* [BRIEF]
All lines from the one containing "1.0) * scanline;" to the end of the entries below must be output exactly, and no other lines.

======== RECORDS FOR THIS TASK

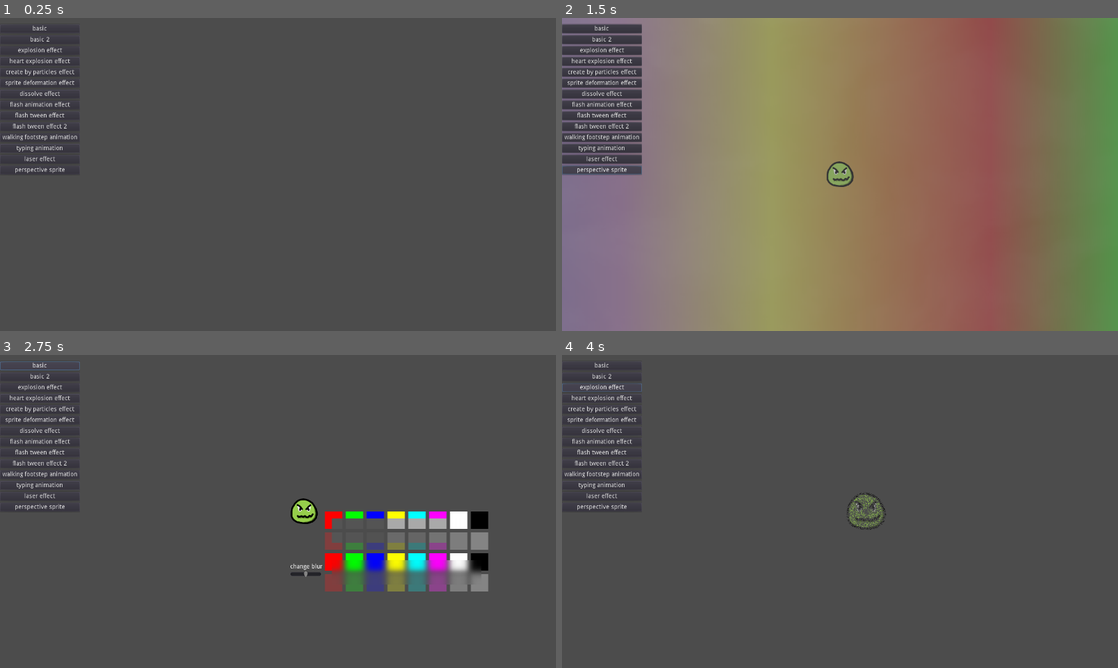
Above: before the commit, frames 1-4 (two rows, left to right).
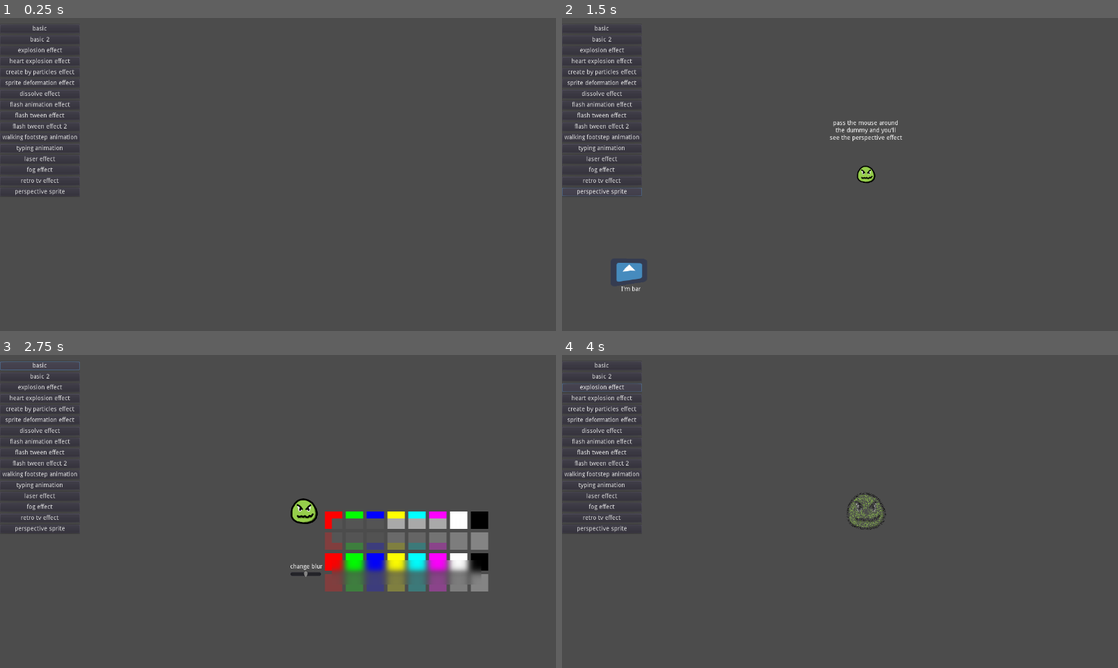
Above: after the commit, the same moments.

Repository: jttuboi/godot_projects_for_studies
Game: Godot game, scene res://World.tscn
Two runs of this game, one before a commit and one after it. Both use one fixed random seed, a clock stepped at 60 frames per second and the inputs below. The engine's default icon, where the game draws it, is replaced by a stand-in: a white triangle on a blue panel in a dark square.
Inputs (mouse positions are in pixels of both pictures, inside the frame that each line leads up to):
- Up to frame 1 (0.25 s): no input
- Up to frame 2 (1.5 s): click (600, 180) at 0.5 s, where only the run after the commit has a clickable "retro tv effect"; click "perspective sprite" at 1.25 s
- Up to frame 3 (2.75 s): click "basic" at 2 s
- Up to frame 4 (4 s): click "basic 2" at 2.75 s; click "explosion effect" at 3.5 s

The runs differ from the first frame. In frame 1, 0.2% of the frame differs, in the area x 0-14%, y 47-57%; in frame 2, 94%, in the area x 0-100%, y 0-100%; in frame 3, 0.2%; in frame 4, 0.2%.

Commit message:
add retro tv effect

Diff:
--- a/playground/World.gd
+++ b/playground/World.gd
@@ -123,6 +123,14 @@
 	_add_container(scene)
 
 
+# CC0 license
+# https://godotshaders.com/shader/retro-tv-shader/
+func _on_RetroTvEffect_pressed():
+	_clear_container()
+	var scene = preload("res://retro_tv_effect/retro_tv_effect.tscn").instance()
+	_add_container(scene)
+
+
 func _add_container(node):
 	node.position = $ContainerCenter.position
 	$Container.add_child(node)
--- a/playground/World.tscn
+++ b/playground/World.tscn
@@ -125,13 +125,22 @@
 margin_bottom = 360.0
 text = "fog effect"
 
+[node name="RetroTvEffect" type="Button" parent="Menu/_/_"]
 margin_top = 365.0
 margin_right = 184.0
 margin_bottom = 385.0
+text = "retro tv effect"
+
+[node name="PerspectiveSprite" type="Button" parent="Menu/_/_"]
+margin_top = 390.0
+margin_right = 184.0
+margin_bottom = 410.0
 text = "perspective sprite"
 
 [node name="_2" type="Control" parent="Menu/_/_"]
+margin_top = 415.0
 margin_right = 184.0
+margin_bottom = 425.0
 rect_min_size = Vector2( 0, 10 )
 
 [node name="Container" type="Node2D" parent="."]
@@ -153,4 +162,5 @@
 [connection signal="pressed" from="Menu/_/_/TypingAnimation" to="." method="_on_TypingAnimation_pressed"]
 [connection signal="pressed" from="Menu/_/_/LaserEffect" to="." method="_on_LaserEffect_pressed"]
 [connection signal="pressed" from="Menu/_/_/FogEffect" to="." method="_on_FogEffect_pressed"]
+[connection signal="pressed" from="Menu/_/_/RetroTvEffect" to="." method="_on_RetroTvEffect_pressed"]
 [connection signal="pressed" from="Menu/_/_/PerspectiveSprite" to="." method="_on_PerspectiveSprite_pressed"]
--- /dev/null
+++ b/playground/retro_tv_effect/retro_tv_effect.gd
@@ -0,0 +1,5 @@
+extends Node2D
+
+
+func _ready():
+	$Tv.offset = position
--- /dev/null
+++ b/playground/retro_tv_effect/retro_tv_effect.shader
@@ -0,0 +1,45 @@
+shader_type canvas_item;
+
+const float PI = 3.14159;
+
+// scale of screen
+uniform float scale_factor: hint_range(0.1, 2.0) = 1.0; // 2.0 is double zoom
+
+// changes the figure ("vulto" em pt-BR) of the image in background
+uniform float color_distortion_effect = 1.0;
+
+// number of lines simulated
+uniform float scanline_count: hint_range(0, 1080) = 50.0;
+
+
+// generate curve effect of old convex tvs
+vec2 _uv_curve(vec2 uv) { // UV came [0,1] values
+	uv = (uv - 0.5) * 2.0; // convert UV to [-1,1] values
+
+	// this gives the curve distortion, like as curve old tv.
+	float curve_x_factor = 8.0; // less value, more curve is added
+	float curve_y_factor = 4.5; // less value, more curve is added
+
+	// it's like cat eye effect. but it's used for simluate the curvature of tv.
+	uv.x *= 1.0 + pow(abs(uv.y) / curve_x_factor, 2.0); // pow() helps to smooth the curvature
+	uv.y *= 1.0 + pow(abs(uv.x) / curve_y_factor, 2.0);
+
+	uv /= scale_factor;
+
+	uv = (uv / 2.0) + 0.5; // go back to [0,1] values
+	return uv;
+}
+
+void fragment() {
+	// this gives the illusion of distortion and zoom the texture background
+	float r = texture(SCREEN_TEXTURE, _uv_curve(SCREEN_UV) + vec2(SCREEN_PIXEL_SIZE.x * 0.0), 0.0).r;
+	float g = texture(SCREEN_TEXTURE, _uv_curve(SCREEN_UV) + vec2(SCREEN_PIXEL_SIZE.x * color_distortion_effect), 0.0).g;
+	float b = texture(SCREEN_TEXTURE, _uv_curve(SCREEN_UV) + vec2(SCREEN_PIXEL_SIZE.x * -color_distortion_effect), 0.0).b;
+
+	// this show the scanlines effect of tv
+	float s = sin(_uv_curve(SCREEN_UV).y * scanline_count * PI * 2.0);
+	s = (s * 0.5 + 0.5) * 0.9 + 0.1;
+	vec4 scanline = vec4(vec3(pow(s, 0.25)), 1.0);
+
+	COLOR = vec4(r, g, b, 1.0) * scanline;
+}
--- /dev/null
+++ b/playground/retro_tv_effect/retro_tv_effect.tscn
@@ -0,0 +1,43 @@
+[gd_scene load_steps=6 format=2]
+
+[ext_resource path="res://shared/dummy.tscn" type="PackedScene" id=1]
+[ext_resource path="res://retro_tv_effect/retro_tv_effect.gd" type="Script" id=2]
+[ext_resource path="res://retro_tv_effect/retro_tv_effect.shader" type="Shader" id=3]
+[ext_resource path="res://shared/godot.png" type="Texture" id=4]
+
+[sub_resource type="ShaderMaterial" id=2]
+shader = ExtResource( 3 )
+shader_param/scale_factor = 1.2
+shader_param/color_distortion_effect = 1.0
+shader_param/scanline_count = 50.0
+
+[node name="RetroTvEffect" type="Node2D"]
+script = ExtResource( 2 )
+
+[node name="godot" type="Sprite" parent="."]
+scale = Vector2( 6, 6 )
+texture = ExtResource( 4 )
+
+[node name="Dummy" parent="." instance=ExtResource( 1 )]
+camera_enabled = true
+
+[node name="Dummy2" parent="." instance=ExtResource( 1 )]
+position = Vector2( -67.7083, -29.3997 )
+
+[node name="Dummy3" parent="." instance=ExtResource( 1 )]
+position = Vector2( 65.9265, -42.7631 )
+
+[node name="Dummy4" parent="." instance=ExtResource( 1 )]
+position = Vector2( -231.348, -30.0465 )
+
+[node name="Tv" type="CanvasLayer" parent="."]
+
+[node name="Screen" type="ColorRect" parent="Tv"]
+material = SubResource( 2 )
+margin_left = -250.0
+margin_top = -250.0
+margin_right = 250.0
+margin_bottom = 250.0
+__meta__ = {
+"_edit_use_anchors_": false
+}

================

* [RESPONSE AREA]
+	COLOR = vec4(r, g, b, 1.0) * scanline;
+}
--- /dev/null
+++ b/playground/retro_tv_effect/retro_tv_effect.tscn
@@ -0,0 +1,43 @@
+[gd_scene load_steps=6 format=2]
+
+[ext_resource path="res://shared/dummy.tscn" type="PackedScene" id=1]
+[ext_resource path="res://retro_tv_effect/retro_tv_effect.gd" type="Script" id=2]
+[ext_resource path="res://retro_tv_effect/retro_tv_effect.shader" type="Shader" id=3]
+[ext_resource path="res://shared/godot.png" type="Texture" id=4]
+
+[sub_resource type="ShaderMaterial" id=2]
+shader = ExtResource( 3 )
+shader_param/scale_factor = 1.2
+shader_param/color_distortion_effect = 1.0
+shader_param/scanline_count = 50.0
+
+[node name="RetroTvEffect" type="Node2D"]
+script = ExtResource( 2 )
+
+[node name="godot" type="Sprite" parent="."]
+scale = Vector2( 6, 6 )
+texture = ExtResource( 4 )
+
+[node name="Dummy" parent="." instance=ExtResource( 1 )]
+camera_enabled = true
+
+[node name="Dummy2" parent="." instance=ExtResource( 1 )]
+position = Vector2( -67.7083, -29.3997 )
+
+[node name="Dummy3" parent="." instance=ExtResource( 1 )]
+position = Vector2( 65.9265, -42.7631 )
+
+[node name="Dummy4" parent="." instance=ExtResource( 1 )]
+position = Vector2( -231.348, -30.0465 )
+
+[node name="Tv" type="CanvasLayer" parent="."]
+
+[node name="Screen" type="ColorRect" parent="Tv"]
+material = SubResource( 2 )
+margin_left = -250.0
+margin_top = -250.0
+margin_right = 250.0
+margin_bottom = 250.0
+__meta__ = {
+"_edit_use_anchors_": false
+}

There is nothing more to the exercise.